(Collected data)
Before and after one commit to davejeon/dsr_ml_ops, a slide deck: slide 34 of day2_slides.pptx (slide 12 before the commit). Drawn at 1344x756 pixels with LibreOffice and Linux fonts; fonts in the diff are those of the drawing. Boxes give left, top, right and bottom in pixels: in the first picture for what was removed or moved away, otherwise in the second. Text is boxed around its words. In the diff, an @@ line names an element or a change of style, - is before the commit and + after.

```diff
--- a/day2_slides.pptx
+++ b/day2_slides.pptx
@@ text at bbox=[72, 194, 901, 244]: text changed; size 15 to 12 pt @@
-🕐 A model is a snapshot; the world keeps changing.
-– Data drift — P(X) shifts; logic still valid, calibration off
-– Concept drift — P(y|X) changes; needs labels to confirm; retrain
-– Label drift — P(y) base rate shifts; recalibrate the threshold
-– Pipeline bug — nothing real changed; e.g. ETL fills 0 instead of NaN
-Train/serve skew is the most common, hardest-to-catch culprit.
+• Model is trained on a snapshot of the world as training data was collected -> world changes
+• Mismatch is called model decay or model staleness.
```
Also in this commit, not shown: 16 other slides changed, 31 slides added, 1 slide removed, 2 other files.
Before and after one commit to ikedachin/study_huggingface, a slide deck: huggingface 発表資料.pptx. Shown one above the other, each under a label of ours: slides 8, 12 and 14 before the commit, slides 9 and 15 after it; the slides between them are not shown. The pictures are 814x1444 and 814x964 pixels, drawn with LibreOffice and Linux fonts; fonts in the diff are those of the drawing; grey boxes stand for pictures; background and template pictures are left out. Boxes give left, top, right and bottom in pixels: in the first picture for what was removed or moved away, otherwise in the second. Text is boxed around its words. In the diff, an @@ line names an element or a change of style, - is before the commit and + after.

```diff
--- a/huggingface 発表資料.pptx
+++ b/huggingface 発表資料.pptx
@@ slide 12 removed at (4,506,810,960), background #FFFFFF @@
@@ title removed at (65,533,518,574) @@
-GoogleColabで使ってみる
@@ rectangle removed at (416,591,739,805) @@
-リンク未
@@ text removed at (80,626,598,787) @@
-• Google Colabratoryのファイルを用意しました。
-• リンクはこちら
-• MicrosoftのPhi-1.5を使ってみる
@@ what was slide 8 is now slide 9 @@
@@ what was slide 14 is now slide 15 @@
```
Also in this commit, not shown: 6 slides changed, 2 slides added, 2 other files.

▶ **REQUIRED ACTION**:
What is needed is a faithful transcription of every entry.

▶ **ANSWER BOX**:
Before and after one commit to davejeon/dsr_ml_ops, a slide deck: slide 34 of day2_slides.pptx (slide 12 before the commit). Drawn at 1344x756 pixels with LibreOffice and Linux fonts; fonts in the diff are those of the drawing. Boxes give left, top, right and bottom in pixels: in the first picture for what was removed or moved away, otherwise in the second. Text is boxed around its words. In the diff, an @@ line names an element or a change of style, - is before the commit and + after.

```diff
--- a/day2_slides.pptx
+++ b/day2_slides.pptx
@@ text at bbox=[72, 194, 901, 244]: text changed; size 15 to 12 pt @@
-🕐 A model is a snapshot; the world keeps changing.
-– Data drift — P(X) shifts; logic still valid, calibration off
-– Concept drift — P(y|X) changes; needs labels to confirm; retrain
-– Label drift — P(y) base rate shifts; recalibrate the threshold
-– Pipeline bug — nothing real changed; e.g. ETL fills 0 instead of NaN
-Train/serve skew is the most common, hardest-to-catch culprit.
+• Model is trained on a snapshot of the world as training data was collected -> world changes
+• Mismatch is called model decay or model staleness.
```
Also in this commit, not shown: 16 other slides changed, 31 slides added, 1 slide removed, 2 other files.
Before and after one commit to ikedachin/study_huggingface, a slide deck: huggingface 発表資料.pptx. Shown one above the other, each under a label of ours: slides 8, 12 and 14 before the commit, slides 9 and 15 after it; the slides between them are not shown. The pictures are 814x1444 and 814x964 pixels, drawn with LibreOffice and Linux fonts; fonts in the diff are those of the drawing; grey boxes stand for pictures; background and template pictures are left out. Boxes give left, top, right and bottom in pixels: in the first picture for what was removed or moved away, otherwise in the second. Text is boxed around its words. In the diff, an @@ line names an element or a change of style, - is before the commit and + after.

```diff
--- a/huggingface 発表資料.pptx
+++ b/huggingface 発表資料.pptx
@@ slide 12 removed at (4,506,810,960), background #FFFFFF @@
@@ title removed at (65,533,518,574) @@
-GoogleColabで使ってみる
@@ rectangle removed at (416,591,739,805) @@
-リンク未
@@ text removed at (80,626,598,787) @@
-• Google Colabratoryのファイルを用意しました。
-• リンクはこちら
-• MicrosoftのPhi-1.5を使ってみる
@@ what was slide 8 is now slide 9 @@
@@ what was slide 14 is now slide 15 @@
```
Also in this commit, not shown: 6 slides changed, 2 slides added, 2 other files.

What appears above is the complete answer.